DEEP IN HATE - chronicles of oblivion

CD Kaotoxin Records 01.01.2015
  4 / 10

Prolog: Für Brutal Death Metal bin ich eigentlich der falsche Reviewer.....
...ich kenne auch überhaupt keine Brutal Death Metal Band, weil mir dieses Subgenre überhaupt nicht zusagt. Aber was ist Brutal Death Metal überhaupt ? Also habe ich erst einmal das Internet befragt. Brutal Death Metal ist ein Begriff zur Unterscheidung von anderen Death-Metal-Strömungen (so so, hätte ich ja nie erwartet ;-) ). Typische Merkmale sind tiefe, oft extrem schwer verständliche Growls, viele Blastbeats und sehr tief gestimmte Saiteninstrumente. Als Begründer dieses Genres gilt oft die aus New York stammende Band SUFFOCATION (noch nie etwas von gehört). Viele Brutal-Death-Metal-Bands spielen technisch sehr anspruchsvollen Death Metal [neben SUFFOCATION zum Beispiel ORIGIN (auch noch nie etwas von gehört)], aber das trifft nicht auf jede Band zu. Auch DEVOURMENT (*Schulterzuck*) werden oft diesem Genre zugeordnet, da die Unterscheidung zwischen Slam Death Metal und Brutal Death Metal sehr schwerfällt.

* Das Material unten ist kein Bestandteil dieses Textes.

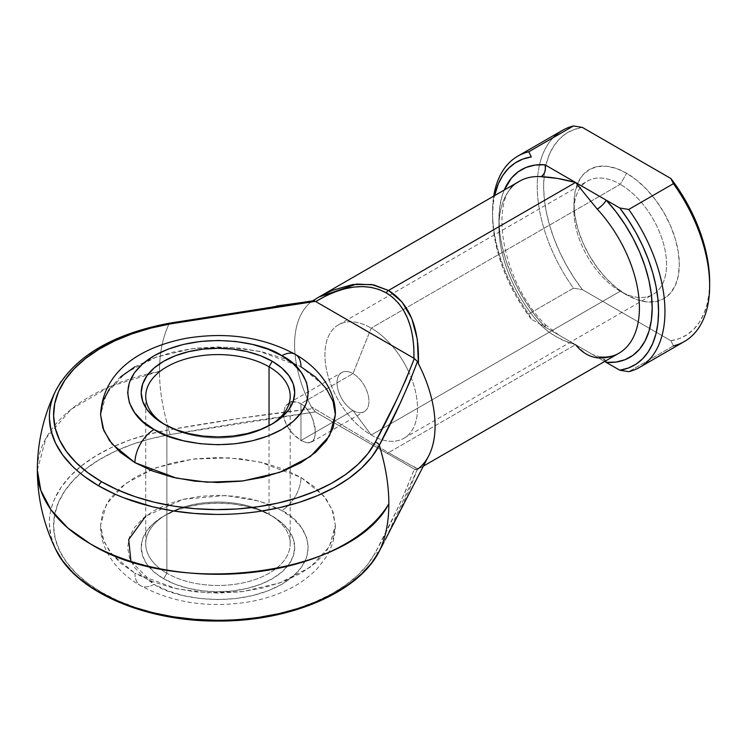 <?xml version="1.0" encoding="UTF-8"?>
<svg xmlns="http://www.w3.org/2000/svg" width="747" height="747" viewBox="0 0 747 747"><rect width="100%" height="100%" fill="white"/><g stroke="black" fill="none" stroke-linecap="round" stroke-linejoin="round"><path stroke-width="0.56" stroke-dasharray="3.73 2.8" d="M61.067 381.493L70.283 370.148L81.965 359.578L95.887 349.969L111.835 341.463L129.548 334.217L148.728 328.353L169.055 323.946C162.715 337.177 159.531 352.976 159.494 371.362A162.174 93.636 -120 0 0 169.055 429.824A162.174 93.636 60 0 1 159.494 371.362L110.108 386.386L71.021 409.393L45.978 438.19L37.35 470.022A180.615 104.272 180 0 1 148.476 373.78A180.615 104.272 180 0 1 159.494 371.362A162.174 93.636 60 0 1 159.69 363.761A162.174 93.636 60 0 1 169.055 323.946A168.57 97.325 0 0 0 55.623 390.868M165.33 424.856A72.244 41.711 0 0 0 166.88 425.781L163.686 423.941L166.88 425.781A72.244 41.711 180 0 1 165.33 424.856M166.88 573.248A72.244 41.711 180 0 1 166.88 514.263A72.244 41.711 180 0 1 269.041 514.263L272.235 516.112A76.764 44.316 0 0 0 163.686 516.112A76.764 44.316 0 0 0 163.686 578.785L166.88 573.248L166.88 425.781L166.88 573.248A72.244 41.711 0 0 0 245.604 582.296A72.244 41.711 0 0 0 290.209 543.76A72.244 41.711 0 0 0 269.041 514.263A72.244 41.711 0 0 0 190.317 505.224A72.244 41.711 0 0 0 145.721 543.76A72.244 41.711 0 0 0 166.88 573.248L163.686 578.785L154.134 572.062L147.047 564.405L142.677 556.095L141.202 547.448L142.677 538.802L147.047 530.482L154.134 522.825L163.686 516.112L175.312 510.593L188.589 506.503L202.988 503.982L217.965 503.133L232.933 503.982L247.332 506.503L260.61 510.593L272.235 516.112L281.787 522.825L288.874 530.482L293.244 538.802L294.72 547.448L293.244 556.095L288.874 564.405L281.787 572.062L272.235 578.785L260.61 584.294L247.332 588.393L232.933 590.914L217.965 591.764L202.988 590.914L188.589 588.393L175.312 584.294L163.686 578.785A76.764 44.316 0 0 0 272.235 578.785A76.764 44.316 0 0 0 272.235 516.112L269.041 514.263L269.041 425.678L269.041 514.263A72.244 41.711 180 0 1 269.051 514.263A72.244 41.711 180 0 1 269.041 573.248A72.244 41.711 180 0 1 166.88 573.248M335.356 414.725L332.088 398.833L323.899 385.517L300.976 366.796A27.088 15.64 120 0 0 295.364 354.395M130.949 561.399L154.106 584.313C170.213 596.582 233.68 611.093 281.815 584.313C328.213 556.524 303.058 519.884 281.815 510.574A27.088 15.64 120 0 0 300.976 477.398L323.899 496.111L332.088 509.435L335.356 525.328L329.427 546.589L310.397 567.104L279.742 582.959L243.074 591.531L207.087 592.81L176.348 588.701L134.946 573.248A27.088 15.64 120 0 0 140.557 585.657A27.088 15.64 120 0 0 154.106 584.313L167.786 590.793L183.407 595.611L200.345 598.58L217.965 599.58L235.576 598.58L252.523 595.611L268.136 590.793L281.815 584.313L293.048 576.413L301.396 567.393L306.531 557.617L308.268 547.448L306.531 537.27L301.396 527.494L293.048 518.483L281.815 510.574L268.136 504.094L252.523 499.276L235.576 496.307L217.965 495.308L200.345 496.307L183.407 499.276L167.786 504.094L154.106 510.574L142.873 518.483L134.525 527.494L129.39 537.27L127.653 547.448L129.39 557.617L134.525 567.393L142.873 576.413L154.106 584.313A27.088 15.64 -60 0 1 140.557 585.657A27.088 15.64 -60 0 1 134.946 573.248L152.743 581.68L173.033 587.945L195.06 591.801L217.965 593.099L240.861 591.801L262.888 587.945L283.188 581.68L300.976 573.248L315.57 562.977L326.42 551.267L333.106 538.55L335.356 525.328L333.106 512.106L326.42 499.388L315.57 487.67L300.976 477.398L283.188 468.967L262.888 462.701L240.861 458.845L217.965 457.547L195.06 458.845L173.033 462.701L152.743 468.967L134.946 477.398L120.351 487.67L109.501 499.388L102.815 512.106L100.565 525.328L102.815 538.55L109.501 551.267L120.351 562.977L134.946 573.248L112.022 554.535L103.833 541.211L100.565 525.328L106.494 504.057L125.524 483.542L156.179 467.687L192.847 459.116L228.834 457.836L259.573 461.945L300.976 477.398A27.088 15.64 -60 0 1 281.815 510.574L259.554 501.172L225.557 495.494L183.043 499.36L145.721 516.158M300.976 403.66L300.976 440.534L291.619 432.569L286.633 425.304L283.832 417.536L283.458 413.782L284.906 407.292L286.624 404.818L291.61 401.933L297.782 402.25L300.976 403.66L352.986 373.631L371.212 328.082L620.253 184.304L626.64 173.248A74.504 43.018 -120 0 0 573.957 203.66A74.504 43.018 -120 0 0 626.64 294.906L620.253 291.218A65.475 37.798 60 0 1 573.957 211.037A65.475 37.798 60 0 1 620.253 184.304A65.475 37.798 -120 0 0 587.515 181.063A65.475 37.798 -120 0 0 577.478 233.531A65.475 37.798 -120 0 0 620.253 291.218L371.212 434.997A65.475 37.798 60 0 1 328.447 377.31A65.475 37.798 60 0 1 338.475 324.842A65.475 37.798 60 0 1 371.212 328.082A65.475 37.798 -120 0 0 324.917 354.816A65.475 37.798 -120 0 0 371.212 434.997L352.986 410.495A22.578 13.035 60 0 1 337.028 382.847A22.578 13.035 60 0 1 352.986 373.631A22.578 13.035 -120 0 0 341.706 372.51A22.578 13.035 -120 0 0 338.242 390.606A22.578 13.035 -120 0 0 352.986 410.495L300.976 440.534L294.635 435.725L288.921 429.067L284.915 421.429L283.458 413.782L284.906 407.292L288.912 402.988L291.61 401.933L294.617 401.671L300.976 403.66L306.868 408.74L309.37 412.167L313.17 420.122L315.383 432.205L314.403 438.433L313.18 440.618L309.379 442.822L306.858 442.784L300.976 440.534L352.986 410.495A22.578 13.035 -120 0 0 364.275 411.616A22.578 13.035 -120 0 0 367.739 393.529A22.578 13.035 -120 0 0 352.986 373.631L300.976 403.66L304.029 405.854L309.37 412.167L311.49 416.032L314.403 424.305L315.141 428.395L315.141 435.604L313.18 440.618L311.49 442.093L306.858 442.784L300.976 440.534L300.976 403.66M626.64 294.906L616.359 287.81L606.48 278.64L597.367 267.762L589.383 255.586L582.837 242.579L577.963 229.254L574.966 216.116L573.957 203.66L574.966 192.381L577.963 182.698L582.837 174.994L589.383 169.56L597.367 166.6L606.48 166.236L616.359 168.477L626.64 173.248L636.911 180.344L646.799 189.514L655.903 200.392L663.887 212.568L670.442 225.566L675.307 238.9L678.304 252.038L679.322 264.494L678.304 275.774L675.307 285.457L670.442 293.16L663.887 298.595L655.903 301.555L646.799 301.919L636.911 299.668L626.64 294.906A74.504 43.018 -120 0 0 652.019 302.04A74.504 43.018 -120 0 0 677.66 248.406A74.504 43.018 -120 0 0 626.64 173.248L620.253 184.304L371.212 328.082L352.986 373.631A22.578 13.035 60 0 1 368.953 401.279A22.578 13.035 60 0 1 352.986 410.495L371.212 434.997A65.475 37.798 -120 0 0 377.422 438.106A65.475 37.798 -120 0 0 408.973 372.417A65.475 37.798 60 0 1 403.95 438.246A65.475 37.798 60 0 1 377.422 438.106A65.475 37.798 60 0 1 371.212 434.997L620.253 291.218A65.475 37.798 -120 0 0 652.99 294.467A65.475 37.798 -120 0 0 663.028 242A65.475 37.798 -120 0 0 620.253 184.304A65.475 37.798 60 0 1 663.42 243.363A65.475 37.798 60 0 1 651.459 295.27A65.475 37.798 60 0 1 620.253 291.218L626.64 294.906L620.253 291.218M383.921 542.322L399.916 510.322L409.291 489.817L417.452 469.2L418.395 468.63L411.812 465.783L388.505 452.673L311.266 406.779L312.601 408.665L240.422 418.245L169.055 429.824L148.728 434.222L129.548 440.095L111.835 447.341L95.887 455.847L81.965 465.456L70.283 476.026L61.067 487.371L54.447 499.304C50.74 508.333 49.059 516.616 49.405 524.151L51.067 536.645L55.493 548.914M516.989 182.838A99.332 57.351 -120 0 0 541.099 325.403A9.029 2.699 -42.8 0 1 545.161 324.534A9.029 2.699 -42.8 0 1 544.927 326.999L531.313 319.137L544.927 326.999A108.371 62.561 60 0 1 504.234 190.046L502.124 195.882L499.734 207.012L498.931 219.329L499.734 232.578L502.124 246.473L506.055 260.722L511.452 275.036L518.185 289.108L526.131 302.647L535.104 315.365L544.927 326.999L545.17 324.553C498.66 277.884 489.014 193.006 519.501 181.232A99.332 57.351 -120 0 0 541.099 325.403L548.672 332.004L557.206 337.27L566.273 341.444L575.554 344.675L388.505 452.673L575.554 344.675L585.508 353.611L590.989 356.431L597.236 357.813A99.332 57.351 -120 0 0 618.833 353.284M379.205 551.342A4.519 3.53 27.7 0 1 375.246 552.855C390.317 525.253 403.343 497.325 414.324 469.079L315.71 412.167L414.324 469.079L405.901 490.237L396.283 511.2L375.246 552.855L367.823 564.293L357.897 575.097L345.665 585.06L331.304 594.042L315.075 601.886L297.231 608.45L278.071 613.642L257.911 617.367L237.088 619.571L215.958 620.206L194.855 619.272L174.135 616.779L154.134 612.773L135.207 607.311L117.643 600.485L101.741 592.427L87.772 583.248L75.961 573.108L66.502 562.174L59.555 550.632L55.231 538.671L53.616 526.486L54.718 514.281L58.527 502.264L64.989 490.62L73.981 479.565L85.363 469.256L98.94 459.881L114.496 451.599L131.761 444.53L150.455 438.806L170.279 434.511L242.42 422.372L315.374 411.952L386.246 452.897A4.519 2.605 120 0 0 388.505 452.673C409.533 464.793 419.497 470.115 418.395 468.63L418.395 468.63A99.332 57.351 -120 0 0 428.629 455.987M109.501 388.785L120.351 377.067M134.946 366.796L152.743 358.364L173.033 352.108L195.06 348.242L217.965 346.944L240.861 348.242L262.888 352.108L283.188 358.364L300.976 366.796L259.573 351.342L228.834 347.234L192.847 348.513L156.179 357.094L125.524 372.94L106.494 393.454L100.565 414.725M313.338 300.752L311.266 301.835A99.332 57.351 60 0 1 311.266 301.835A99.332 57.351 -120 0 0 311.266 406.779A99.332 57.351 60 0 1 311.247 301.853L317.624 297.801M311.583 301.611L169.055 323.946L276.362 306.055M673.421 345.88L670.881 340.725L582.399 289.64A117.4 67.781 -120 0 1 582.399 127.429L573.911 129.595L566.273 133.424L559.587 138.858L553.966 145.796L549.493 154.134L546.253 163.752L544.283 174.481L543.629 186.152L544.283 198.581L546.253 211.588L549.493 224.94L553.966 238.442L559.587 251.87L566.273 265.017L573.911 277.679L582.399 289.64L670.881 340.725L673.421 345.88L628.722 371.689L673.421 345.88A121.91 70.386 -120 0 0 684.401 341.5M531.313 319.137L522.835 307.166L515.187 294.514L508.502 281.367L502.88 267.93L498.408 254.428L495.168 241.076L493.197 228.078L492.544 215.64L493.197 203.968L494.598 195.602A117.4 67.781 60 0 0 492.544 215.64A117.4 67.781 60 0 0 531.313 319.137L528.773 313.983A121.91 70.386 60 0 1 493.739 196.097A121.91 70.386 -120 0 0 492.544 211.961A121.91 70.386 -120 0 0 528.773 313.983L531.313 319.137M573.472 288.174L528.773 313.983L573.472 288.174A121.91 70.386 60 0 1 539.53 164.676A121.91 70.386 -120 0 0 573.472 288.174L582.399 289.64L573.472 288.174M562.491 130.342A121.91 70.386 -120 0 0 539.53 164.676A121.91 70.386 60 0 1 553.2 137.663M408.964 372.389A65.475 37.798 -120 0 0 371.212 328.082A65.475 37.798 60 0 1 408.964 372.389M670.881 340.725L679.359 338.559L687.007 334.721L693.692 329.296L699.313 322.359L703.777 314.02L707.026 304.402L708.987 293.674L709.65 282.002A117.4 67.781 -120 0 1 670.881 340.725M544.927 326.999L604.65 361.473L544.927 326.999M558.728 334.964L545.17 324.553L541.099 325.403C551.025 334.787 562.51 341.211 575.554 344.675M597.236 357.813L600.457 357.038L605.602 360.922M606.181 362.36A9.029 6.863 94.2 0 0 600.551 357.047M270.591 424.866A72.244 41.711 180 0 1 166.88 425.781A72.244 41.711 0 0 0 269.051 425.781A72.244 41.711 0 0 0 270.591 424.856M272.235 516.112L269.051 514.263M417.452 469.191L414.324 469.079L417.452 469.2L385.191 539.857M54.195 546.048A168.57 97.325 180 0 1 169.055 429.824C216.35 421.411 264.195 414.361 312.601 408.665L315.374 411.952L170.279 434.511A164.359 94.888 0 0 0 101.741 592.427A164.359 94.888 0 0 0 375.246 552.855M170.279 434.511A4.519 1.074 80.1 0 1 169.055 429.824M312.601 408.665L311.266 406.779L388.505 452.673A4.519 2.605 -60 0 1 386.246 452.897L315.71 412.167L312.601 408.665M166.88 425.781L163.686 423.941M166.88 514.263L163.686 516.112M335.356 525.328C335.235 536.878 332.06 547.598 325.823 557.477L318.166 567.561C311.116 575.283 302.61 581.81 292.675 587.161C279.359 594.295 264.475 599.253 248.032 602.045C208.17 608.207 172.352 602.745 140.557 585.657C113.88 570.288 99.986 546.785 100.565 525.328M145.721 543.76L145.721 396.293M573.957 211.037L573.957 203.66M338.475 324.842L587.515 181.063M423.381 466.128L418.535 468.929C415.752 469.658 414.445 469.751 414.604 469.219L386.246 452.897M288.912 402.988L341.706 372.51M311.49 442.093L364.275 411.616M403.95 438.246L652.99 294.467M492.544 211.961L492.544 215.64M600.457 357.038L592.38 354.395M290.209 543.76L290.209 396.293M269.051 425.781L272.235 423.941M312.816 300.798L311.536 301.639"/><path stroke-width="1.12" d="M55.623 390.868A168.57 97.325 0 0 0 98.763 485.905A4.519 2.605 -60 0 1 101.741 481.824A164.359 94.888 180 0 1 170.279 323.909A4.519 1.074 -99.9 0 0 169.504 323.152A4.519 1.074 80.1 0 1 170.279 323.909L150.455 328.204L131.761 333.928L114.496 340.996L98.94 349.279L85.363 358.653L73.981 368.962L64.989 380.018L58.527 391.661L54.718 403.679L53.616 415.883L55.231 428.068L59.555 440.03L66.502 451.571L75.961 462.505L87.772 472.646L101.741 481.824L117.643 489.892L135.207 496.708L154.134 502.171L174.135 506.177L194.855 508.67L215.958 509.603L237.088 508.968L257.911 506.765L278.071 503.039L297.231 497.847L315.075 491.283L331.304 483.44L345.665 474.457L357.897 464.494L367.823 453.69L375.246 442.252L396.283 400.597L405.901 379.635L414.324 358.485L315.374 301.358L242.42 311.77L170.279 323.909L315.374 301.358L314.011 300.705M269.041 366.796A72.244 41.711 0 0 0 167.673 366.347A72.244 41.711 0 0 0 165.33 424.856A72.244 41.711 180 0 1 145.721 396.293A72.244 41.711 180 0 1 190.317 357.757A72.244 41.711 180 0 1 269.041 366.796L269.041 425.678L269.041 366.796A72.244 41.711 180 0 1 290.209 396.293A72.244 41.711 180 0 1 270.591 424.866A72.244 41.711 0 0 0 269.041 366.796L272.235 361.268L269.041 366.796M163.686 423.941L163.686 423.941A76.764 44.316 180 0 1 163.686 361.268A76.764 44.316 180 0 1 272.235 361.268L281.787 367.982L288.874 375.648L293.244 383.958L294.72 392.605L293.244 401.251L288.874 409.561L281.787 417.228L272.235 423.941L260.61 429.45L247.332 433.549L232.933 436.071L217.965 436.92L202.988 436.071L188.589 433.549L175.312 429.45L163.686 423.941L154.134 417.228L147.047 409.561L142.677 401.251L141.202 392.605L142.677 383.958L147.047 375.648L154.134 367.982L163.686 361.268L175.312 355.759L188.589 351.66L202.988 349.138L217.965 348.289L232.933 349.138L247.332 351.66L260.61 355.759L272.235 361.268A76.764 44.316 180 0 1 272.235 423.941A76.764 44.316 180 0 1 163.686 423.941M295.364 354.395A27.088 15.64 -60 0 1 300.976 366.796L315.57 377.067L326.42 388.785L333.106 401.503L335.356 414.725C335.889 392.903 321.724 369.55 295.364 354.395C263.019 337.046 226.658 331.677 186.264 338.288C141.967 346.879 102.937 369.98 100.565 414.725L103.833 430.608L112.022 443.933L134.946 462.654A27.088 15.64 -60 0 1 154.106 429.469C132.863 420.169 107.717 383.528 154.106 355.74C202.241 328.951 265.708 343.471 281.815 355.74L268.136 349.251L252.523 344.432L235.576 341.463L217.965 340.464L200.345 341.463L183.407 344.432L167.786 349.251L154.106 355.74L142.873 363.64L134.525 372.65L129.39 382.427L127.653 392.605L129.39 402.773L134.525 412.559L142.873 421.569L154.106 429.469L167.786 435.949L183.407 440.767L200.345 443.737L217.965 444.736L235.576 443.737L252.523 440.767L268.136 435.949L281.815 429.469L293.048 421.569L301.396 412.559L306.531 402.773L308.268 392.605L306.531 382.427L301.396 372.65L293.048 363.64L281.815 355.74A27.088 15.64 -60 0 1 295.364 354.395A27.088 15.64 120 0 0 281.815 355.74C303.058 365.04 328.213 401.681 281.815 429.469C233.68 456.258 170.213 441.738 154.106 429.469A27.088 15.64 120 0 0 134.946 462.654L176.348 478.099L207.087 482.207L243.074 480.937L279.742 472.356L310.397 456.501L329.427 435.987L335.356 414.725L333.106 427.947L326.42 440.665L315.57 452.383L300.976 462.654L283.188 471.077L262.888 477.342L240.861 481.199L217.965 482.506L195.06 481.199L173.033 477.342L152.743 471.077L134.946 462.654L120.351 452.383L109.501 440.665L102.815 427.947L100.565 414.725L102.815 401.503L109.501 388.785M90.247 543.76A180.615 104.272 180 0 1 37.35 470.022L40.824 490.368L51.095 509.93L67.79 527.952L90.247 543.76C177.104 598.478 352.575 574.994 388.851 503.777A180.615 104.272 180 0 1 90.247 543.76L90.247 543.76M423.381 466.128L618.833 353.284A99.332 57.351 -120 0 0 597.236 209.113L575.554 182.464L388.505 290.452L402.045 301.984L411.812 318.586L417.349 339.474L418.395 363.686L417.452 361.567L409.291 382.8L399.916 403.791L379.28 445.324L371.661 457.061L361.492 468.126L348.942 478.351L334.217 487.567L317.559 495.606L299.258 502.348L279.611 507.671L258.938 511.49C243.307 513.628 228.965 514.599 215.902 514.403L194.257 513.441L173.005 510.883L152.5 506.774L123.881 497.847L115.066 494.178L98.763 485.905L84.43 476.493L78.08 471.404L72.319 466.091L62.617 454.876L55.493 443.036L51.067 430.767L49.405 418.273C49.059 410.738 50.74 402.456 54.447 393.426L55.745 390.616C43.559 415.696 37.434 442.168 37.35 470.022C37.443 497.913 43.569 524.385 55.745 549.428L62.617 560.754L72.319 571.969L78.08 577.282L91.33 587.207L98.763 591.783L115.066 600.056L133.078 607.05L152.5 612.652L173.005 616.761L194.257 619.319L215.902 620.281C228.965 620.477 243.307 619.506 258.938 617.367L279.611 613.548L299.258 608.217L317.559 601.484L334.217 593.445L348.942 584.229L361.492 574.004L371.661 562.93L379.28 551.202A162.174 93.636 -120 0 0 388.851 503.777A162.174 93.636 60 0 1 379.28 551.202L383.921 542.322L379.28 551.202A4.519 3.53 27.7 0 1 379.243 551.267A4.519 3.53 27.7 0 1 379.205 551.342A4.519 3.53 -152.3 0 0 379.243 551.267A4.519 3.53 -152.3 0 0 379.28 551.202A168.57 97.325 180 0 1 213.334 620.253A168.57 97.325 180 0 1 54.195 546.048M385.191 539.857L428.629 455.987A99.332 57.351 -120 0 0 418.395 363.686A99.332 57.351 60 0 1 418.395 468.63L417.452 469.2M120.351 377.067L134.946 366.796M709.65 282.002L709.65 285.69A121.91 70.386 60 0 0 673.421 183.669L670.881 178.514L582.399 127.429L670.881 178.514A117.4 67.781 -120 0 1 709.65 282.002L708.987 269.564L707.026 256.566L703.777 243.214L699.313 229.712L693.692 216.285L687.007 203.137L679.359 190.476L670.881 178.514L673.421 183.669L628.722 209.468A121.91 70.386 60 0 1 639.703 367.309L684.401 341.5A121.91 70.386 -120 0 0 673.421 183.669L628.722 209.468L619.795 208.002L606.181 200.14L619.795 208.002L628.274 219.973L635.921 232.625L642.607 245.772L648.228 259.209L652.701 272.711L655.941 286.064L657.911 299.061L658.565 311.499L657.911 323.171L655.941 333.9L652.701 343.508L648.228 351.856L642.607 358.793L635.921 364.219L628.274 368.047L619.795 370.223L606.181 362.36L616.004 362.071L624.978 359.718L632.914 355.348L639.656 349.054L645.044 340.968L648.984 331.257L651.375 320.127L652.178 307.811L651.375 294.561L648.984 280.667L645.044 266.418L639.656 252.103L632.914 238.032L624.978 224.492L616.004 211.775L606.181 200.14L575.554 182.464C562.51 178.935 551.025 177.02 541.099 176.703A99.332 57.351 -120 0 0 519.501 181.232L319.193 296.876L332.275 290.359L352.78 284.504L371.819 284.542L388.505 290.452L575.554 182.464L557.206 178.374L541.099 176.703C544.787 173.958 546.066 169.98 544.927 164.779L535.104 165.068L526.131 167.421L518.185 171.791L511.452 178.085L504.234 190.046A108.371 62.561 60 0 1 544.927 164.779L575.554 182.464L544.927 164.779A9.029 6.863 -85.8 0 1 541.099 176.703A99.332 57.351 -120 0 0 516.989 182.838M317.624 297.801L319.193 296.876M276.362 306.055L312.601 301.032L315.374 301.358L413.95 358.289L413.81 347.122L412.671 336.617L410.542 326.869L407.451 317.979L403.427 310.061L398.515 303.189L392.773 297.427L386.246 292.843L379.009 289.481L371.147 287.38L362.734 286.568L353.863 287.044L344.628 288.809L335.123 291.844L325.449 296.111L315.71 301.573C343.05 285.195 366.562 282.291 386.246 292.843C405.219 304.608 414.464 326.43 413.95 358.289L414.324 358.485C403.343 386.722 390.317 414.65 375.246 442.252A164.359 94.888 180 0 1 101.741 481.824A4.519 2.605 120 0 0 98.763 485.905A168.57 97.325 0 0 0 379.28 445.324A162.174 93.636 60 0 1 388.851 503.777C388.813 485.354 385.62 465.867 379.28 445.324A4.519 3.53 -152.3 0 0 375.246 442.252A4.519 3.53 27.7 0 1 379.28 445.324C394.117 417.862 406.844 389.943 417.452 361.567L414.324 358.485L417.452 361.567L418.395 363.686C419.497 328.036 409.533 303.627 388.505 290.452A4.519 2.605 120 0 0 386.246 292.843A4.519 2.605 -60 0 1 388.505 290.452L373.724 284.887L356.562 284.056L318.988 296.998L313.367 300.453M313.581 300.705L169.494 323.152C112.405 334.021 74.485 356.506 55.745 390.616L61.067 381.493M639.703 367.309A121.91 70.386 60 0 1 628.722 371.689A121.91 70.386 -120 0 0 628.722 209.468L619.795 208.002A117.4 67.781 60 0 1 619.795 370.223L628.722 371.689L619.795 370.223L604.65 361.473L606.181 362.36L605.602 360.922M517.792 156.151A121.91 70.386 60 0 0 493.739 196.097A121.91 70.386 -120 0 1 528.773 151.762L531.313 156.917A117.4 67.781 60 0 0 494.598 195.602L498.408 183.631L502.88 175.293L508.502 168.346L515.187 162.921L522.835 159.092L531.313 156.917L528.773 151.762L573.472 125.963A121.91 70.386 -120 0 0 562.491 130.342L517.792 156.151A121.91 70.386 60 0 1 528.773 151.762L573.472 125.963L582.399 127.429L573.472 125.963A121.91 70.386 60 0 0 553.2 137.663M709.65 285.69A121.91 70.386 60 0 1 673.421 345.88M575.554 344.675C581.605 352.239 588.832 356.618 597.236 357.813A99.332 57.351 -120 0 0 621.345 351.678A99.332 57.351 -120 0 0 597.236 209.113A9.029 2.699 137.2 0 0 606.181 200.14A108.371 62.561 60 0 1 652.178 307.811A108.371 62.561 60 0 1 606.181 362.36M606.181 200.14C604.23 203.567 601.251 206.555 597.236 209.113L575.554 182.464L606.181 200.14M145.721 516.158L128.708 539.511L130.949 561.399M169.055 323.946A4.519 1.074 80.1 0 1 169.504 323.152M618.833 353.284C613.791 356.254 607.666 357.505 600.457 357.038M383.921 542.313L379.252 551.267C358.532 592.539 289.967 621.541 218.096 621.046C145.011 621.635 75.428 591.68 55.745 549.428M319.165 296.886L312.816 300.798"/></g></svg>

So da sind wir jetzt alle aufgeklärt ;-)
Und trotzdem stehe ich ingeniös mit leeren Händen da. :-(
Aber ich bin ja neugierig und es gibt ja auch gute "Melodic" Death Metal Bands, wie IN FLAMES, KILLSWITCH ENGAGE, AMON AMARTH und HEAVEN SHALL BURN, also habe ich mich auch mal an dieses "Brutal" gewagt. Das Intro der Pariser Band und auch die ersten 30 Sekunden des ersten Songs "Genesis Of Void" waren Death Metal mäßig gut, aber das war´s dann auch schon für mich, als bekennender NICHT Brutal Death Metal Anhänger. Denn der growlinghafte Gesang von Mathieu gefällt mir gar nicht, da ziehe ich THEATRE OF TRAGEDY und AMON AMARTH aber 100x vor. Und nach weiteren 60 Sekunden knallt mir das erste mal so richtig die Blastbeats in die Fresse (knapp ein verdammt lange Minute lang). Nichts gegen Double Bass, aber wenn die Fußmaschine schneller als ein Maschinengewehr hämmert, dann wirkt es nicht nur künstlich (> 1000 bpm das schafft doch kein Mensch) sondern hört sich auch noch sch.... an !
Trotzdem habe ich mir das dritte Album der Franzosen 2-3x komplett angehört. Vom Sound und auch musikalisch (von diesen Blastbeats mal abgesehen) sind die 9 Songs incl. dem Intro eigentlich okay. Aber wie gesagt, ich bin kein Freund dieses Blastbeats und des Gesangs. Brutal Death Metal Fans werden aber sicherlich ihre Freude an den 35 Minuten von "Chronicles of Oblivion" haben.
Und einen Pluspunkt gibt es für das Booklet, das ist wirklich gelungen ohne übertrieben Pompös zu wirken!